Gold prices held steady near a record high hit in the previous session as expectations of a U.S. interest rate cut next month increased, while oil prices fell on concerns about Chinese demand and focus on Gaza ceasefire talks.
Spot gold fell 0.2% to $2,503.5 an ounce, having hit an all-time high of $2,509.65 an ounce on Friday.
US gold futures rose 0.16% to $2,541.80 an ounce.
Data released Friday showed that construction of single-family homes in the United States fell in July as mortgage rates and home prices rose, keeping potential buyers on the sidelines, suggesting that inflation is heading lower.
Retail Sales
Last week, strong retail sales figures and lower-than-expected jobless claims, along with moderate inflation data, restored confidence in the world’s largest economy.
Traders are confident the Federal Reserve will cut interest rates on Sept. 18, and the focus is now on the size of the cut.
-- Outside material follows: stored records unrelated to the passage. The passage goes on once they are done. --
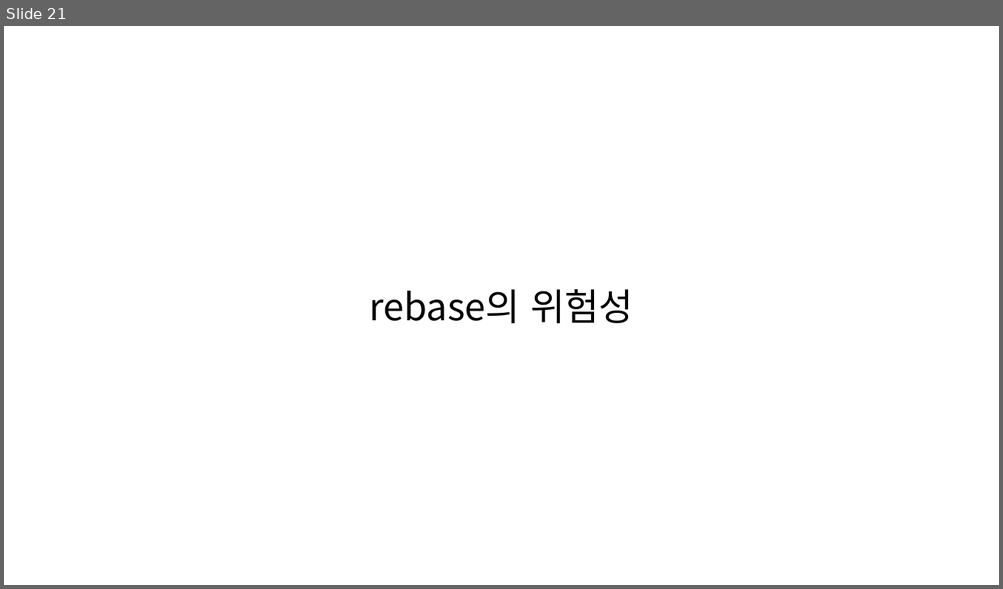
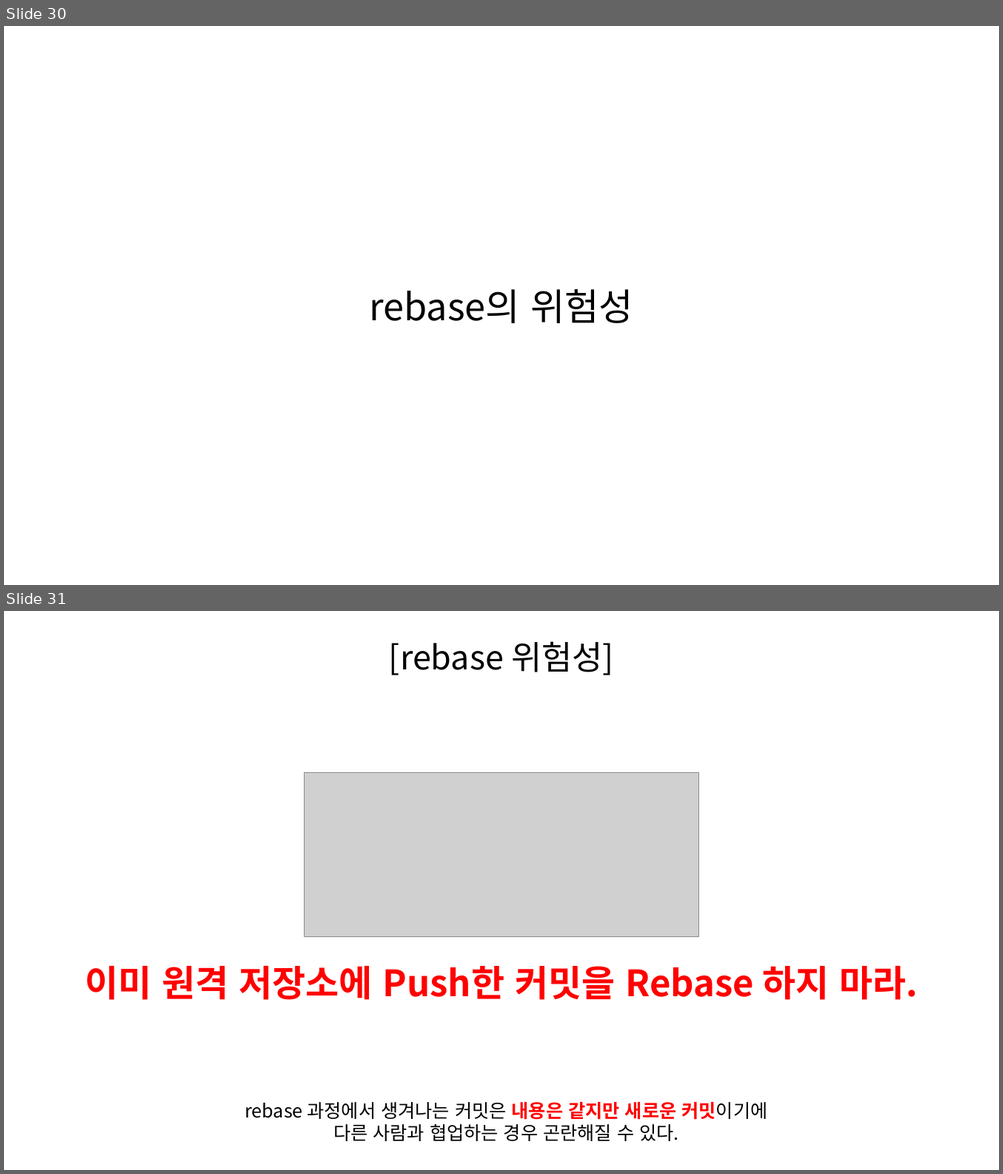
Before and after one commit to SeungHeeNoh/study_well, a slide deck: docs/9. rebase.pptx. Shown one above the other, each under a label of ours: slide 21 before the commit, slides 30 and 31 after it. The pictures are 1003x589 and 1003x1174 pixels, drawn with LibreOffice and Linux fonts; fonts in the diff are those of the drawing; grey boxes stand for pictures. Boxes give left, top, right and bottom in pixels: in the first picture for what was removed or moved away, otherwise in the second. Text is boxed around its words. In the diff, an @@ line names an element or a change of style, - is before the commit and + after.

Commit message:
study 자료 생성 > 9. rebase 자료 보강

```diff
--- a/docs/9. rebase.pptx
+++ b/docs/9. rebase.pptx
@@ slide 31 added at (x1=4, y1=611, x2=999, y2=1170), background #FFFFFF @@
@@ text added at (x1=389, y1=641, x2=614, y2=675), 32 pt, text #000000 @@
+[rebase 위험성]
@@ picture added at (x1=304, y1=773, x2=699, y2=937) @@
@@ text added at (x1=85, y1=966, x2=917, y2=1000), 35 pt, text #FF0000, bold @@
+이미 원격 저장소에 Push한 커밋을 Rebase 하지 마라.
@@ text added at (x1=244, y1=1102, x2=768, y2=1142), 18 pt, text #000000 @@
+rebase 과정에서 생겨나는 커밋은 내용은 같지만 새로운 커밋이기에
+다른 사람과 협업하는 경우 곤란해질 수 있다.
@@ what was slide 21 is now slide 30 @@
```
Also in this commit, not shown: 6 slides changed, 29 other slides added.

They are pricing in a high probability of a 25 basis point rate cut and a low probability of a 50 basis point cut, according to CME’s FedWatch market monitor.
The low interest rate environment is likely to boost the appeal of non-yielding gold.
The market will now await the minutes of the US Federal Reserve’s July policy meeting next Wednesday, and a speech by Fed Chairman Jerome Powell on the US economic outlook on Friday for further clues.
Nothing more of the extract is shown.